# Http Request Weiterleitung



## Tarantoga (24. Apr 2012)

Hallo,

ich weis, dass das ein Java Forum ist, aber weil hier eigentlich immer recht kompetente Leute herumschwirren, hoffe ich auch bei folgendem Problem Rat zu finden.

Ich habe eine WebAnalytics Anwendung geschrieben (natürlich in Java ) im Stile von GoogleAnalytics.
Beim Aufruf einer track.jsp werden alle relevanten Daten abgefragt bzw. Cookies ausgetauscht.

Nun möchte ich natürlich, dass dieses Tracking auch asynchron auf anderen Seiten eingebettet werden kann. D.h. ich brächte eine Möglichkeit in Javascript einen Http-Request zu kopieren und dann asynchron an den Server weiterzuschicken.
Also der User requested eine Seite, bekommt diese von welchem Server auch immer zurückgegeben und im Hintergrund leitet JS die Anfrage an meinen Server weiter als ob man direkt darauf zugreifen würde.

Ihr wisst sicherlich was ich damit meine.
Bis dahin schonmal vielen Dank für etwaige Tipps.

LG
Tarantoga


----------



## SlaterB (24. Apr 2012)

ich hoffe nur dass es so etwas bösartiges nicht auf globaler Ebene gibt, 
höchstens das wohl kaum verhinderbare JavaScript um jeden Button/ Link einzeln platziert..


----------



## Tarantoga (24. Apr 2012)

Äh, wie bitte?
Ich möchte einfach JS im Header einer Seite platzieren, dass beim Aufruf ebendieser Seite, den Request an den AnalyticsServer weiterleitet.

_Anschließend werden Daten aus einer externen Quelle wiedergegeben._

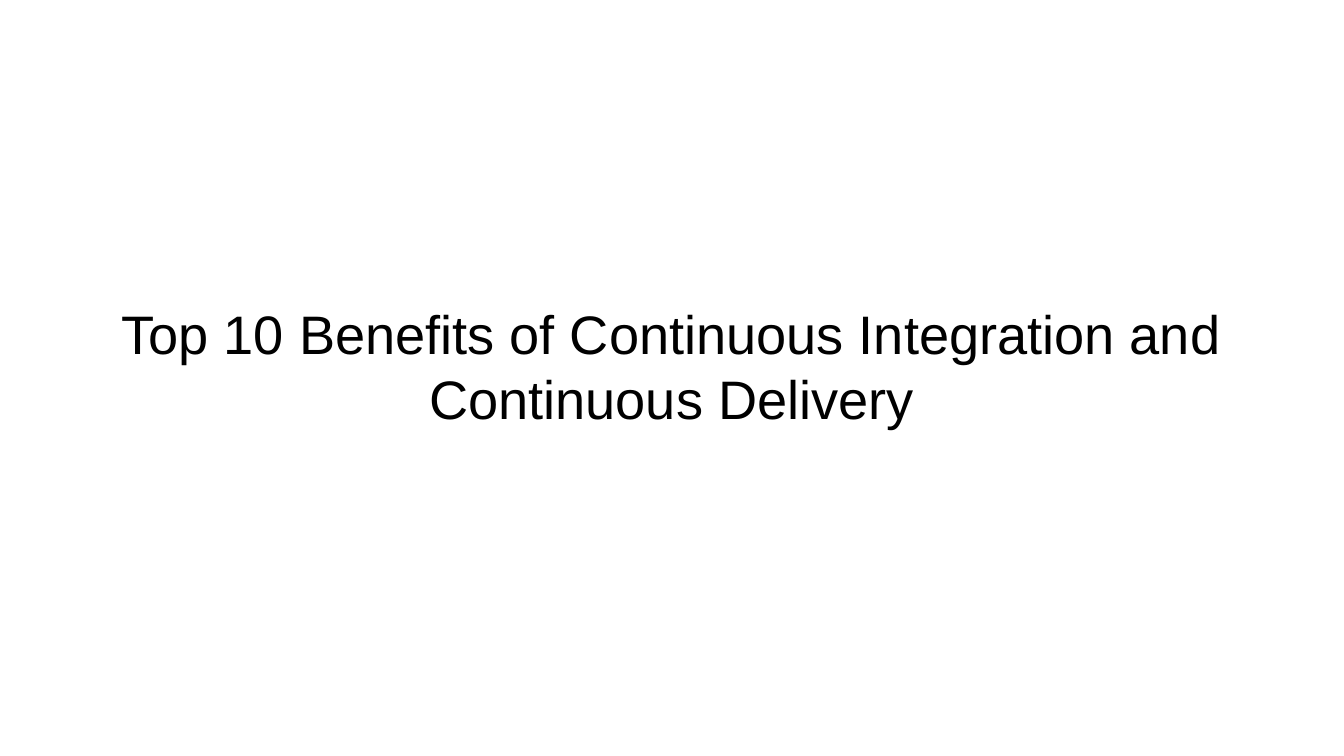
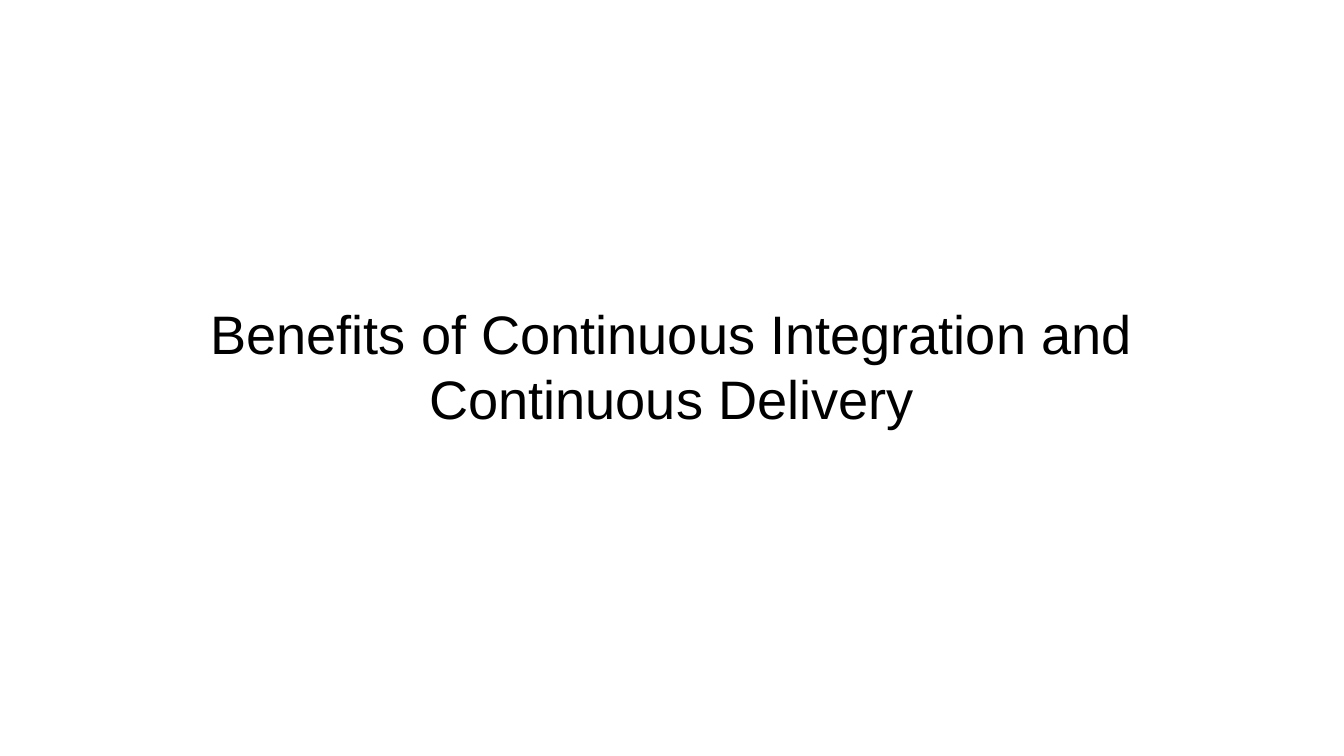
Before and after one commit to dr3mro/cdond-c3-projectstarter, a slide deck: slide 1 of presentation.odp. Drawn at 1344x756 pixels with LibreOffice and Linux fonts; fonts in the diff are those of the drawing. Boxes give left, top, right and bottom in pixels: in the first picture for what was removed or moved away, otherwise in the second. Text is boxed around its words. In the diff, an @@ line names an element or a change of style, - is before the commit and + after.

```diff
--- a/presentation.odp
+++ b/presentation.odp
@@ subtitle at (210, 314, 1131, 429): text changed @@
-Top 10 Benefits of Continuous Integration and Continuous Delivery
+Benefits of Continuous Integration and Continuous Delivery
```
Also in this commit, not shown: 3 other slides changed, 17 slides removed, 1 other file.

Ich könnte natürlich bei jeder einzelnen Seite den Controller so modifizieren, dass er mein Analytics Programm benutzt, aber mit dem Trackingcode wäre es um einiges eleganter, wie ich finde.
Noch dazu kann ich dann auch meine nicht-javabasierten WebAnwendungen tracken.

Google Analytics wird doch wohl jeder schonmal benutzt haben!? So würde ich mir das eben auch vorstellen.


----------